> Exercise instructions: An exact reprint of every record below is required, with the pictures left out.

Dataset entries:
***
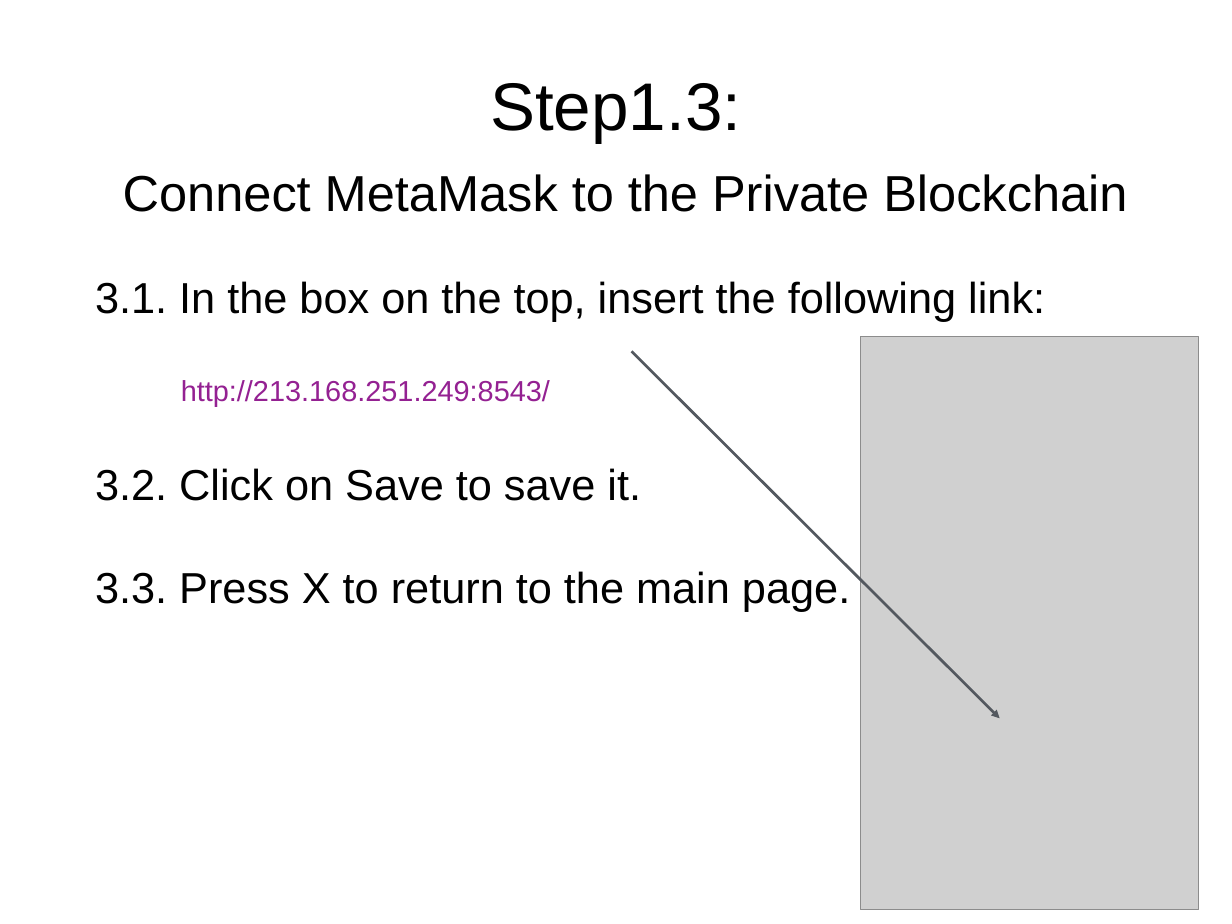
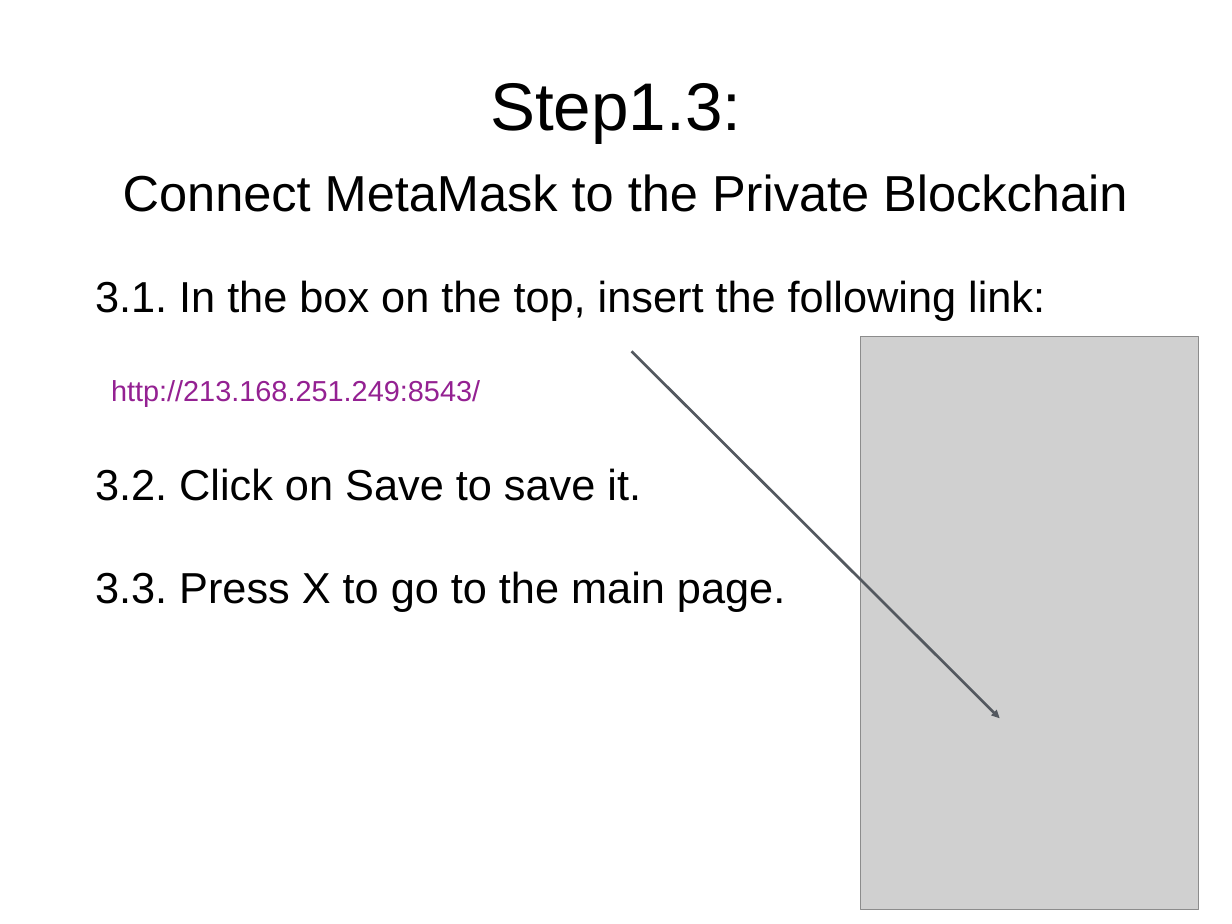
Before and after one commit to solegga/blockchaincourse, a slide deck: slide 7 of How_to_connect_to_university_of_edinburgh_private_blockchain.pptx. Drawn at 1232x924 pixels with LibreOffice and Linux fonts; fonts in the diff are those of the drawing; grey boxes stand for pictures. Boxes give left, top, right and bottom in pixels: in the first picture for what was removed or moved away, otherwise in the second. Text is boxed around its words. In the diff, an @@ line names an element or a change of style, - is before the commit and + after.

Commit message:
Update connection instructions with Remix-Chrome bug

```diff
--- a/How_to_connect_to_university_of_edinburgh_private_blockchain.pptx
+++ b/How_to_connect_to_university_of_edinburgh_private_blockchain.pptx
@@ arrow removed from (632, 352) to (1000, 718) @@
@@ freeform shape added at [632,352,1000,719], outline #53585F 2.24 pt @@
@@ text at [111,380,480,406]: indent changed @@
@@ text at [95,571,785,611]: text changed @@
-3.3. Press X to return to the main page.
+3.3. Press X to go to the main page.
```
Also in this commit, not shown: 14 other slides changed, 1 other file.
***
> Result of the task:
Before and after one commit to solegga/blockchaincourse, a slide deck: slide 7 of How_to_connect_to_university_of_edinburgh_private_blockchain.pptx. Drawn at 1232x924 pixels with LibreOffice and Linux fonts; fonts in the diff are those of the drawing; grey boxes stand for pictures. Boxes give left, top, right and bottom in pixels: in the first picture for what was removed or moved away, otherwise in the second. Text is boxed around its words. In the diff, an @@ line names an element or a change of style, - is before the commit and + after.

Commit message:
Update connection instructions with Remix-Chrome bug

```diff
--- a/How_to_connect_to_university_of_edinburgh_private_blockchain.pptx
+++ b/How_to_connect_to_university_of_edinburgh_private_blockchain.pptx
@@ arrow removed from (632, 352) to (1000, 718) @@
@@ freeform shape added at [632,352,1000,719], outline #53585F 2.24 pt @@
@@ text at [111,380,480,406]: indent changed @@
@@ text at [95,571,785,611]: text changed @@
-3.3. Press X to return to the main page.
+3.3. Press X to go to the main page.
```
Also in this commit, not shown: 14 other slides changed, 1 other file.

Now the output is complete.